Part of the debate – in the Senedd at 2:59 pm on 26 August 2020.
Whilst I welcome the relaxation of restrictions, my objection to these regulations is that they don't go far enough. The First Minister in his statement earlier referred to the need to conduct a balancing act in making decisions about relaxations—the same is true about imposing them in the first place. Whilst the costs of these restrictions seem pretty easy to quantify, we know that there's been a fall of one fifth in our national income in the last quarter, and we know also the cost to the public in other ways through operations that are cancelled in hospitals, or delayed, and the number of deaths for other conditions that have taken place because of the priority given to the treatment of coronavirus patients. But, the benefits, on the other hand, of the restrictions are very much more difficult to quantify.
We know from international comparisons that there isn't that much difference, actually, between countries that have imposed draconian lockdowns and those that have not. The First Minister earlier on referred to the case of Sweden, which he said he'd looked at, and yet, if you look at the experience of Sweden, the costs of their reaction to coronavirus are very much lower than the costs that we've assumed. And Sweden has not suffered in the way that we have in relation to the disease either. At the moment in Sweden, there are only 21 people—21 people—who are in a serious or critical condition through coronavirus. The figure for the UK is 72. A very small number of people are actually suffering significant consequences from contracting the disease.
We know that the principal characteristic of COVID is that most people don't suffer any ill effects whatsoever; they're asymptomatic or they have only a very mild form of the virus.
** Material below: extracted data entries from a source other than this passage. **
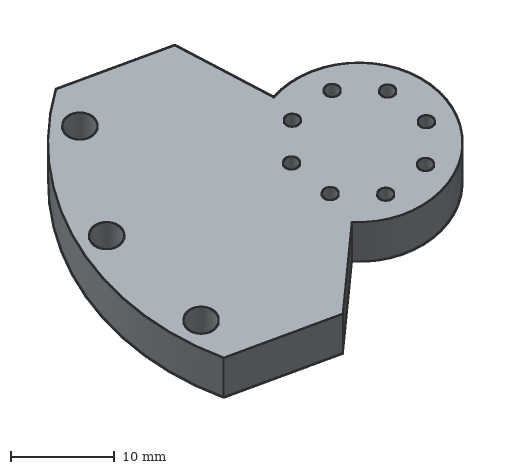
import cadquery as cq
import math

thickness = 6
disc_radius = 10
fan_radius = 30
fan_width = 37.4
fan_edge_angle = 30
fan_tip_y = 0.1

small_hole_diameter = 1.65
small_hole_circle_radius = 7.0
small_hole_count = 8
small_hole_start_angle = -4

large_hole_diameter = 3.4
large_hole_circle_radius = 27.0
large_hole_angles = (-120, -90, -60)


def polar_point(radius, angle):
    """Point at a radius and an angle in degrees around the shared centre."""
    return (radius * math.cos(math.radians(angle)), radius * math.sin(math.radians(angle)))


def make_fan():
    """Sector with its tip near the disc centre and its sides cut parallel to Y."""
    half_width = fan_width / 2
    shoulder_y = fan_tip_y - half_width * math.tan(math.radians(fan_edge_angle))
    corner_y = -math.sqrt(fan_radius**2 - half_width**2)
    return (
        cq.Workplane("XY")
        .moveTo(0, fan_tip_y)
        .lineTo(-half_width, shoulder_y)
        .lineTo(-half_width, corner_y)
        .threePointArc((0, -fan_radius), (half_width, corner_y))
        .lineTo(half_width, shoulder_y)
        .close()
        .extrude(thickness)
    )


def make_hole_cutters(diameter, circle_radius, angles):
    """Through-hole cylinders placed on a circle around the shared centre."""
    centres = [polar_point(circle_radius, angle) for angle in angles]
    return cq.Workplane("XY").pushPoints(centres).circle(diameter / 2).extrude(thickness)


small_hole_angles = [
    small_hole_start_angle + index * 360 / small_hole_count for index in range(small_hole_count)
]

disc = cq.Workplane("XY").circle(disc_radius).extrude(thickness)
plate = disc.union(make_fan())
plate = plate.cut(make_hole_cutters(small_hole_diameter, small_hole_circle_radius, small_hole_angles))
result = plate.cut(make_hole_cutters(large_hole_diameter, large_hole_circle_radius, large_hole_angles))

The seven-day moving average for deaths in the United Kingdom at the moment is between 14 and 10. There are many, many other causes of death that exceed those figures, and yet we don't impose a draconian lockdown in order to counteract them. The figure for Sweden is zero at the moment—zero deaths.
So, I wonder whether the Minister might not reconsider the Welsh Government's approach to these regulations and be more bold than they have been. Whilst a relaxation, as I say, is welcome, we need a faster relaxation, a more widespread relaxation, because the benefits in relation to the costs greatly outweigh whatever damage might be done.